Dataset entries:
.....

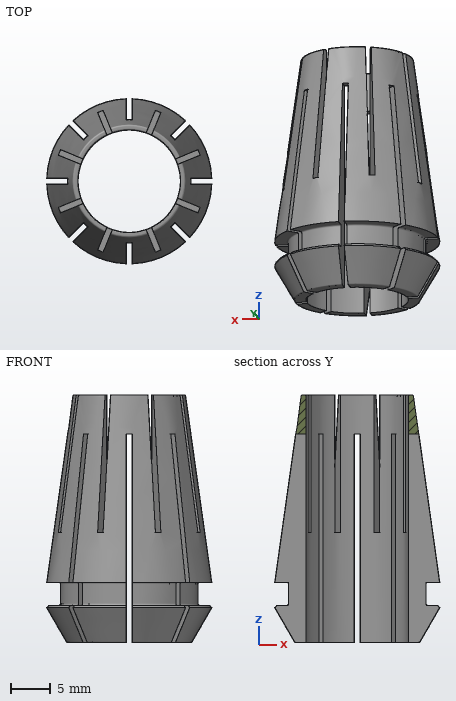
import cadquery as cq
import math

total_length = 31.5
bore_diameter = 13.0
max_radius = 10.5

taper_half_angle = 8.0
taper_base_z = 7.65
top_outer_edge_radius = 0.25
top_bore_edge_radius = 0.2

groove_radius = 8.75
groove_base_z = 4.75
groove_corner_radius = 0.2

nose_half_angle = 30.0
nose_rim_z = 4.45
nose_edge_radius = 0.2

slot_count = 8
slot_width = 0.75
lower_slot_top_z = 26.5
upper_slot_base_z = 14.0
overrun = 1.0

bore_radius = bore_diameter / 2
taper_length = total_length - taper_base_z
taper_top_radius = max_radius - taper_length * math.tan(math.radians(taper_half_angle))
nose_rim_bevel = groove_base_z - nose_rim_z
nose_tip_radius = max_radius - nose_rim_z * math.tan(math.radians(nose_half_angle))
slot_pitch = 360 / slot_count


def turned_body():
    """Revolved sleeve: nose cone, extraction groove and clamping taper around the bore."""
    half_section = (
        cq.Workplane("XZ")
        .moveTo(bore_radius, 0)
        .lineTo(nose_tip_radius, 0)
        .lineTo(max_radius, nose_rim_z)
        .lineTo(max_radius - nose_rim_bevel, groove_base_z)
        .lineTo(groove_radius, groove_base_z)
        .lineTo(groove_radius, taper_base_z)
        .lineTo(max_radius, taper_base_z)
        .lineTo(taper_top_radius, total_length)
        .lineTo(bore_radius, total_length)
        .close()
    )
    return half_section.revolve(360, (0, 0, 0), (0, 1, 0))


def circle_edges(body, radius, z):
    """Circular edges of the given radius lying at height z."""
    tolerance = 0.01
    selector = cq.selectors.BoxSelector(
        (-tolerance, -tolerance, z - tolerance),
        (tolerance, tolerance, z + tolerance),
    )
    rings = body.edges("%CIRCLE").edges(selector)
    return rings.filter(lambda edge: abs(edge.radius() - radius) < tolerance)


def round_edges(body):
    """Round the mouth of the sleeve, the groove corners and the outer edge of the nose face."""
    body = circle_edges(body, taper_top_radius, total_length).fillet(top_outer_edge_radius)
    body = circle_edges(body, bore_radius, total_length).fillet(top_bore_edge_radius)
    body = circle_edges(body, groove_radius, groove_base_z).fillet(groove_corner_radius)
    body = circle_edges(body, groove_radius, taper_base_z).fillet(groove_corner_radius)
    return circle_edges(body, nose_tip_radius, 0).fillet(nose_edge_radius)


def slot_ring(base_z, top_z, first_angle):
    """Radial slot cutters, equally spaced, each reaching from the axis past the outside."""
    size = (2 * max_radius, slot_width, top_z - base_z)
    cutter = cq.Workplane("XY").box(*size, centered=(False, True, False))
    cutter = cutter.translate((0, 0, base_z))
    ring = cq.Workplane("XY")
    for index in range(slot_count):
        ring = ring.add(cutter.rotate((0, 0, 0), (0, 0, 1), first_angle + index * slot_pitch))
    return ring.combine()


body = round_edges(turned_body())
lower_slots = slot_ring(-overrun, lower_slot_top_z, 0)
upper_slots = slot_ring(upper_slot_base_z, total_length + overrun, slot_pitch / 2)
result = body.cut(lower_slots).cut(upper_slots)
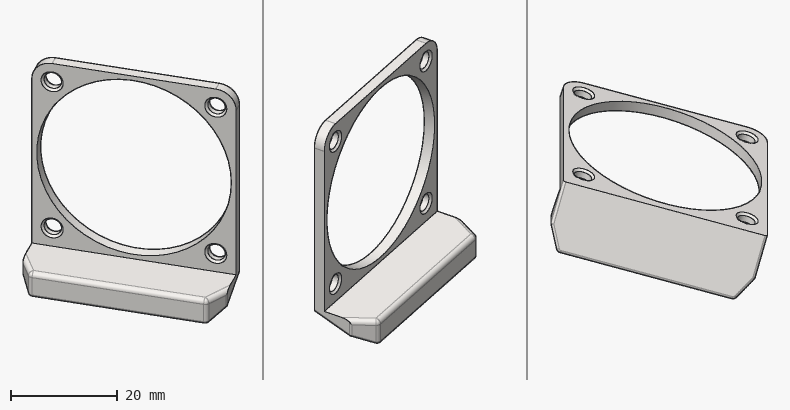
import cadquery as cq
import math

width = 40.0
depth = 12.65
height = 45.3

plate_thickness = 2.2
corner_radius = 4.0
opening_front_diameter = 38.05
opening_back_diameter = 37.75

hole_diameter = 3.4
countersink_diameter = 4.3
countersink_angle = math.radians(90)

underside_angle = math.radians(20)
corner_cut_depth = 4.57
corner_cut_angle = math.radians(60)
lip_radius = 1.0
underside_radius = 0.5

lip_top = height - width
opening_height = height - width / 2
half_width = width / 2
front_y = -depth
plate_front_y = -plate_thickness
corner_cut_width = corner_cut_depth / math.tan(corner_cut_angle)

front_corner_drop = underside_radius * (
    math.tan(underside_angle) + 1 / math.cos(underside_angle) - 1
)
underside_back_z = depth * math.tan(underside_angle) - front_corner_drop


def make_plate():
    """Square plate with two rounded top corners."""
    return (
        cq.Workplane("XY")
        .box(width, plate_thickness, width, centered=(True, False, False))
        .translate((0, plate_front_y, lip_top))
        .edges("|Y and >Z")
        .fillet(corner_radius)
    )


def make_lip():
    """Wedge with cut front corners and rounded edges."""
    wedge = (
        cq.Workplane("YZ")
        .moveTo(0, lip_top)
        .lineTo(front_y, lip_top)
        .lineTo(front_y, -front_corner_drop)
        .lineTo(0, underside_back_z)
        .close()
        .extrude(half_width, both=True)
    )
    cut_back_y = front_y + corner_cut_depth
    cut_front_x = half_width - corner_cut_width
    footprint = (
        cq.Workplane("XY")
        .workplane(offset=-front_corner_drop)
        .moveTo(-half_width, 0)
        .lineTo(-half_width, cut_back_y)
        .lineTo(-cut_front_x, front_y)
        .lineTo(cut_front_x, front_y)
        .lineTo(half_width, cut_back_y)
        .lineTo(half_width, 0)
        .close()
        .extrude(lip_top + front_corner_drop)
    )
    lip = wedge.intersect(footprint)
    lip = lip.edges("|Z and <Y").fillet(lip_radius)
    lip = lip.faces(">Z").edges("not (>Y or <X or >X)").fillet(lip_radius)
    underside = lip.faces().filter(lambda face: face.normalAt().z < -0.9)
    lip = underside.edges("not >Y").fillet(underside_radius)

    side_corners = footprint.edges("|Z").edges("<X or >X").edges("<Y")
    return lip.intersect(side_corners.fillet(lip_radius))


def make_opening():
    """Round opening that narrows slightly toward the back."""
    return (
        cq.Workplane("XZ", origin=(0, plate_front_y, opening_height))
        .circle(opening_front_diameter / 2)
        .workplane(offset=-plate_thickness)
        .circle(opening_back_diameter / 2)
        .loft()
    )


def make_screw_hole_cutter():
    """Half section through a hole countersunk on both faces, revolved about Y."""
    hole_radius = hole_diameter / 2
    rim_radius = countersink_diameter / 2
    countersink_depth = (rim_radius - hole_radius) / math.tan(countersink_angle / 2)
    return (
        cq.Workplane("XY")
        .moveTo(0, 0)
        .lineTo(rim_radius, 0)
        .lineTo(hole_radius, -countersink_depth)
        .lineTo(hole_radius, plate_front_y + countersink_depth)
        .lineTo(rim_radius, plate_front_y)
        .lineTo(0, plate_front_y)
        .close()
        .revolve(360, (0, 0, 0), (0, 1, 0))
    )


result = make_plate().union(make_lip()).cut(make_opening())

screw_hole = make_screw_hole_cutter()
screw_offset = half_width - corner_radius
for x_side in (-1, 1):
    for z_side in (-1, 1):
        position = (x_side * screw_offset, 0, opening_height + z_side * screw_offset)
        result = result.cut(screw_hole.translate(position))

.....

Brief »
Take exactly the lines from the one containing "groove_base_z = 4.75" through the one containing "taper_length = total_length - taper_base_z" in the data above, and output them with nothing added.

Expected output »
groove_base_z = 4.75
groove_corner_radius = 0.2

nose_half_angle = 30.0
nose_rim_z = 4.45
nose_edge_radius = 0.2

slot_count = 8
slot_width = 0.75
lower_slot_top_z = 26.5
upper_slot_base_z = 14.0
overrun = 1.0

bore_radius = bore_diameter / 2
taper_length = total_length - taper_base_z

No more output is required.